One thing that distinguishes THE MANITOU from so many of Masterton’s later novels is that, simply, it’s short (216 pages in its initial paperback edition). Masterton nonetheless crammed in an amazing amount of seemingly disparate elements, in which sense the novel is very much in keeping his subsequent detour-happy books. In 1976, however, there was evidently nothing else quite like THE MANITOU, as is made clear in an admiring introduction by author/editor Bernhardt J. Hurwood, who gushes that Masterton “takes the familiar concepts of horror and manipulates the reader with a totally shocking and unique combination of terror woven into a solid suspense yarn.”
Another pertinent quote is by Stephen King, describing one of his own books but inadvertently summing up THE MANITOU quite well: “it’s nothing but story—it moves with the goofy speed of a silent movie, and anything which is not story is cheerfully thrown over the side.” That story begins in a manner that prefigures ALIEN, with a tumor found on the neck of Karen Tandy, a young New Yorker. The case baffles doctors, not least because the tumor has a most unique property: it moves.
Also involved is an element that prefigures GHOST (1990): a sham spiritualist named Harry Erskine who’s tasked with telling the story from his first-person perspective. He’s forced to delve into spiritual matters, with the Tarot and Native American—or, as termed here, Indian—mysticism figuring into a narrative that undergoes some impressive convolutions.
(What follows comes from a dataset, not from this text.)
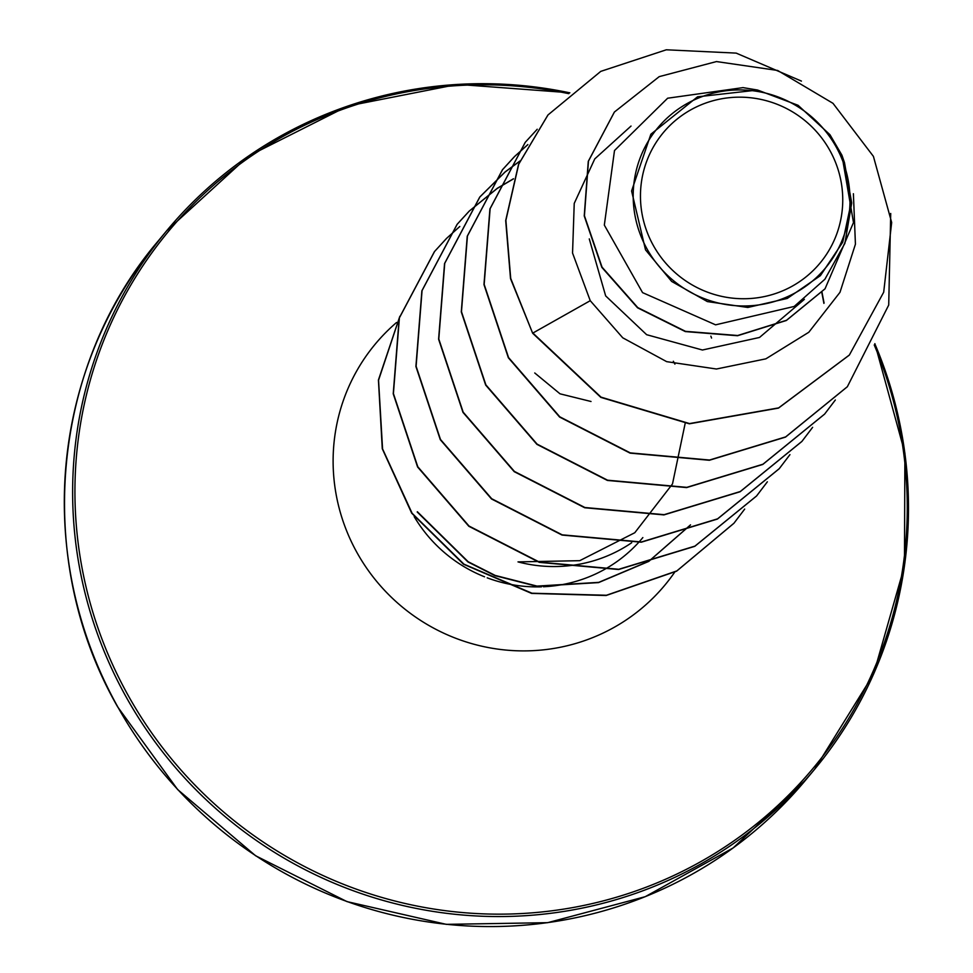<?xml version="1.0" encoding="UTF-8"?>
<svg xmlns="http://www.w3.org/2000/svg" width="973" height="973" viewBox="0 0 973 973"><rect width="100%" height="100%" fill="white"/><g stroke="black" fill="none" stroke-linecap="round" stroke-linejoin="round"><path stroke-width="1.46" d="M653.37 245.524A101.946 99.976 -140.3 0 1 692.156 109.098A101.946 99.976 -140.3 0 1 829.835 150.377A101.946 99.976 -140.3 0 1 791.061 286.804A101.946 99.976 -140.3 0 1 653.37 245.524M647.033 248.942A109.268 107.152 -140.3 0 1 688.592 102.724A109.268 107.152 -140.3 0 1 836.172 146.959A109.268 107.152 -140.3 0 1 794.613 293.189A109.268 107.152 -140.3 0 1 647.033 248.942M841.913 155.181L844.479 162.625L851.132 202.737L842.727 242.204L820.409 275.639L787.242 298.456L747.811 307.456L707.359 301.581L671.662 281.44L645.525 249.879L631.586 190.976L650.864 134.225L697.556 96.813L757.602 90.051L798.091 105.303L829.957 134.7L841.913 155.181L853.491 222.562L825.043 288.786L786.525 320.275L737.704 335.503L685.503 331.343L637.753 307.59L602.032 267.137L584.42 215.726L588.458 161.129L614.425 112.017L659.22 76.636L716.481 61.567L777.622 70.457L832.985 103.32L873.413 156.373L891.669 222.501L883.691 292.216L849.368 355.023L778.655 407.882L689.541 423.571L601.022 397.142L532.876 333.046L590.246 300.693L622.756 337.813L666.675 361.652L716.444 369.01L765.848 358.842L808.806 332.255L839.991 292.314L855.425 244.199L853.394 193.736M804.379 299.343L759.512 337.461L702.445 350.012L646.644 334.7L605.656 295.889L589.273 238.908M631.027 126.064L594.758 158.903L574.228 203.418L572.55 253.053L590.246 300.693M757.614 90.051L743.044 87.619L667.648 98.212L614.498 150.535L604.33 225.104L642.557 292.618L715.593 324.836L794.175 306.459L824.897 279.239L844.892 243.347L851.716 202.992L844.479 162.625M801.436 81.1L736.184 53.114L666.31 49.793L600.779 71.37L548.018 114.923L518.731 164.145L505.887 220.336L510.703 278.387L532.681 333.277L600.827 397.373L689.346 423.802L778.461 408.113L849.283 355.133M614.328 112.138L588.276 161.348L584.238 215.957L601.837 267.368L637.558 307.809L685.308 331.574L737.522 335.734L786.342 320.494L824.958 288.896M685.138 423.51L672.489 483.958L634.785 532.73L579.726 560.679L518.013 561.895A141.073 138.336 39.7 0 0 631.684 542.739M674.909 364.133A141.073 138.336 39.7 0 0 673.34 361.251M532.681 333.277L510.521 278.619L505.692 220.567L518.548 164.376L547.921 115.033M847.264 386.816L785.503 437.108L709.353 460.265L630.103 453.126L559.597 417.052L508.356 357.772L483.97 284.59L489.93 208.903L525.213 142.374M824.545 414.17L762.771 464.449L686.622 487.582L607.395 480.431L536.901 444.345L485.673 385.089L461.287 311.919L467.235 236.232L502.409 169.825L514.425 156.702M835.333 400L824.642 414.06L762.966 464.218L686.816 487.351L607.578 480.2L537.096 444.126L485.868 384.858L461.47 311.688L467.429 236.001L502.591 169.594L514.51 156.568L527.792 144.697M801.849 441.487L740.088 491.754L663.939 514.899L584.7 507.748L514.218 471.662L462.99 412.394L438.604 339.224L444.552 263.537L479.713 197.13L505.096 172.002M505.218 171.917L519.862 161.165M821.82 292.532L823.9 303.381M779.178 468.767L717.417 519.059L641.268 542.204L562.017 535.053L491.511 498.967L440.295 439.687L415.909 366.493L421.881 290.805L457.067 224.398L469.059 211.311M789.942 454.634L779.276 468.645L717.6 518.828L641.45 541.973L562.199 534.834L491.706 498.735L440.477 439.455L416.103 366.274L422.063 290.574L457.249 224.167L469.144 211.19L497.179 188.482M497.3 188.397L513.428 178.898M756.52 496.035L694.758 546.34L618.597 569.509L539.334 562.37L468.828 526.271L417.587 466.979L393.226 393.785L399.198 318.086L434.408 251.666L446.388 238.592M733.861 523.328L676.588 571.175L606.106 595.512L531.562 593.396L463.501 564.218L411.713 513.197L382.28 448.76L378.424 379.993L399.842 316.31M690.344 525.092L648.796 561.385L598.565 582.596L536.828 586.318L495.002 575.663L467.964 561.944L417.198 511.98M890.721 213.464L888.714 305.06L847.361 386.707L785.685 436.889L709.536 460.034L630.297 452.895L559.791 416.821L508.551 357.553L484.165 284.371L490.124 208.672L525.311 142.265L537.218 129.251M514.62 156.471L527.865 144.563M812.625 427.329L801.947 441.365L740.271 491.535L664.133 514.668L584.895 507.517L514.401 471.431L463.172 412.163L438.787 338.993L444.734 263.318L479.908 196.899L505.169 171.88M505.291 171.783L519.923 161.032M822.015 292.326L824.058 302.968M469.254 211.08L497.239 188.336M497.361 188.251L513.476 178.752M767.356 481.805L756.617 495.926L694.941 546.121L618.779 569.278L539.516 562.139L469.01 526.04L417.782 466.748L393.408 393.554L399.392 317.855L434.603 251.448L446.473 238.47M446.583 238.361L459.803 226.49M744.686 509.086L733.958 523.219L676.843 570.92L606.434 595.257L531.963 593.214L463.926 564.158L412.102 513.258L382.571 448.93L378.546 380.224L399.781 316.541M690.526 524.861L648.991 561.166L598.76 582.365L537.023 586.099L495.196 575.432L468.147 561.725L417.381 511.749M117.672 706.714A421.248 413.075 -140.3 0 1 158.222 240.963C50.693 366.967 33.727 560.533 117.624 706.836L177.633 789.541L255.619 855.766L346.972 901.606L446.291 924.35L547.702 922.672L645.221 896.692L733.131 847.945L806.264 779.324A421.248 413.075 -140.3 0 1 117.672 706.714M874.824 343.761A421.248 413.075 -140.3 0 1 814.583 769.315A421.248 413.075 -140.3 0 1 125.991 696.704A421.248 413.075 -140.3 0 1 166.541 230.942A421.248 413.075 -140.3 0 1 569.777 92.836M874.24 344.953A419.472 411.336 -140.3 0 1 674.35 875.238A419.472 411.336 -140.3 0 1 128.059 695.233A419.472 411.336 -140.3 0 1 153.333 250.803A419.472 411.336 -140.3 0 1 568.816 93.663M674.788 572.051A188.397 184.748 -140.3 0 1 356.982 552.579A188.397 184.748 -140.3 0 1 396.57 322.477M642.849 537.582A141.073 138.336 -140.3 0 1 638.823 542.229M638.604 542.46A141.073 138.336 -140.3 0 1 543.408 586.755M541.511 586.828A141.073 138.336 -140.3 0 1 487.193 577.828M484.59 576.819A141.073 138.336 -140.3 0 1 414.182 516.639M569.862 92.763L457.699 84.371L347.945 105.996L248.504 156.069L166.541 230.942L158.222 240.963M710.862 336.123L711.567 338.069M874.873 343.639L904.902 453.126L904.452 566.031L873.596 674.07L814.583 769.315L806.264 779.324M534.749 372.975L560.022 393.822L591.025 401.496"/></g></svg>

Incorporated are modern (by 1970s standards) science, bodily possession, white guilt, prescient dreams, urban grit, a mutant birth, a centuries-old reanimated corpse (which somehow speaks modern English), an exorcism and a climax, involving an epic confrontation on a supernatural plain, that works better than of those of other similarly-oriented horror novels (such as KEEPER OF THE CHILDREN by William H. Hallahan).
Karen and Harry, as with this book’s every other character, could have stood to be a bit denser and more individual. Again, though, in THE MANITOU storytelling is everything; readers wanting something more are advised to look elsewhere.